As one high-major assistant said Tuesday, "the process has sped up aggressively early. The unofficial visit has taken the place of the home visit. The home visit is a non-entity in the process. The official and home visit are just icing on the cake for a high-major level."

This is yet another example of why Rick Pitino can survive a home visit based on his scandalous situation: He doesn't need to make home visits. Home visits and official campus visits happen so late in the process in today's recruiting environment. Tokoto is just one of many in the top 20 who are jetting around the country for elite camps and instructional camps to get a head start on meeting the coaching staffs. The basketball aspect of the elite camp isn't even the objective.

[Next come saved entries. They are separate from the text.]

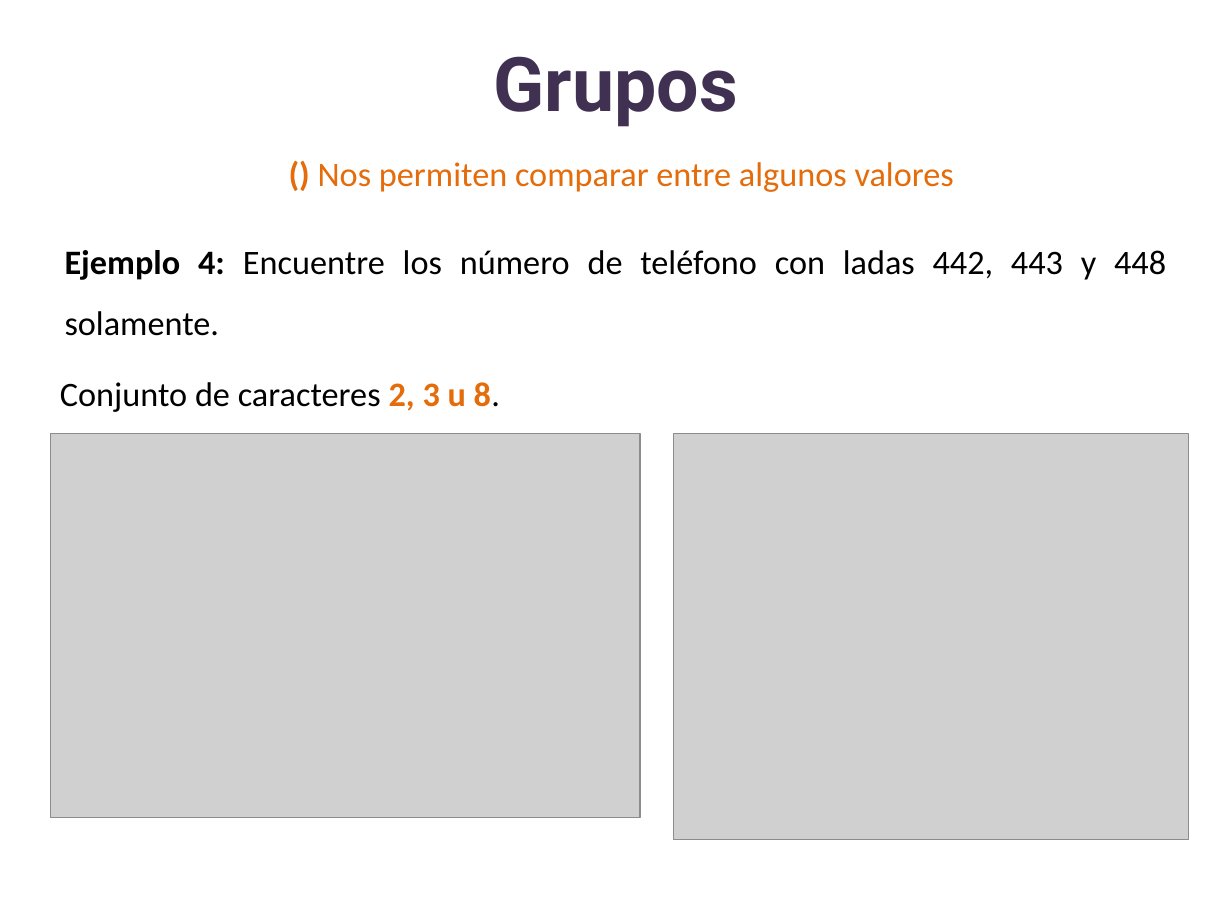
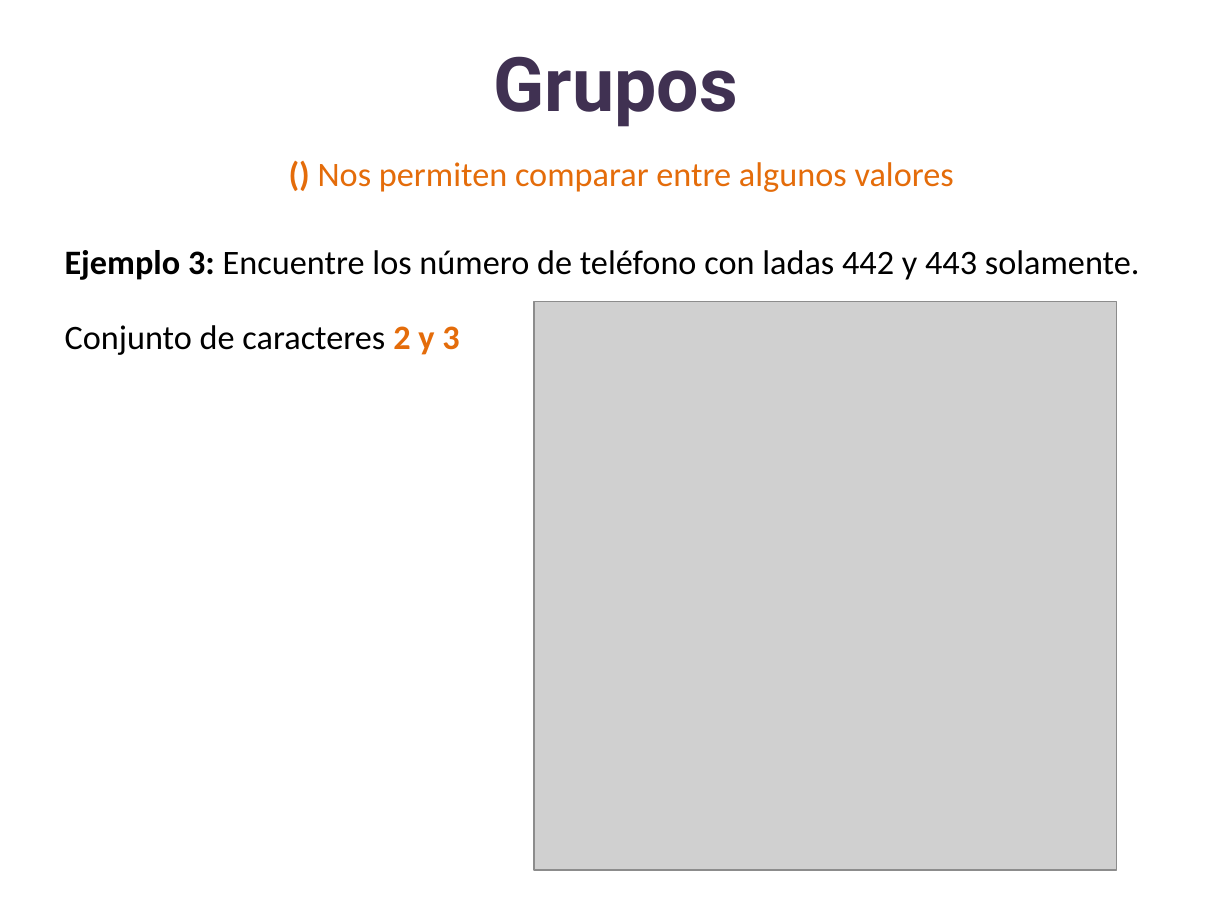
Before and after one commit to lizetheP/Analitica, a slide deck: slide 46 of CalendarioAgo25/presentaciones/18_Expresiones_regulares.pptx (slide 49 before the commit). Drawn at 1232x924 pixels with LibreOffice and Linux fonts; fonts in the diff are those of the drawing; grey boxes stand for pictures. Boxes give left, top, right and bottom in pixels: in the first picture for what was removed or moved away, otherwise in the second. Text is boxed around its words. In the diff, an @@ line names an element or a change of style, - is before the commit and + after.

```diff
--- a/CalendarioAgo25/presentaciones/18_Expresiones_regulares.pptx
+++ b/CalendarioAgo25/presentaciones/18_Expresiones_regulares.pptx
@@ text at <box>65,250,1140,280</box>: text changed @@
-Ejemplo 4: Encuentre los número de teléfono con ladas 442, 443 y 448 solamente.
+Ejemplo 3: Encuentre los número de teléfono con ladas 442 y 443 solamente.
@@ text at <box>65,325,459,355</box>: text changed @@
-Conjunto de caracteres 2, 3 u 8.
+Conjunto de caracteres 2 y 3
@@ picture: place and size @@
-picture at <box>673,434,1188,840</box>
+picture at <box>535,301,1116,870</box>
@@ picture removed at <box>51,434,639,818</box> @@
```
Also in this commit, not shown: 5 other slides changed, 1 slide added, 3 slides removed, 3 other files.

"Yes, the elite camp is the new thing, but these kids are playing against their peers for 11 tournaments in the spring and summer," Davis said. "They don't need to do it in a one- or two-day camp. They need camp stations and drill work. It seems to be the schools bring them in because they're interested and that school might offer. That's the case for J.P. He went to Kansas and was offered a scholarship. He went to Duke and was offered a scholarship. It's the same thing wherever he went [except for Carolina]."

• My condolences go out to former Missouri basketball coach Norm Stewart, whose 29-year-old granddaughter, Jennifer Stewart, was killed in a one-car crash at around 3 a.m. Sunday in Columbia, Mo. According to The Kansas City Star, services are set for 10 a.m. Thursday in Columbia. Norm Stewart, a cancer survivor who helped formed the Coaches vs. Cancer organization, has been through quite a lot in his life. Our thoughts are with him and his family.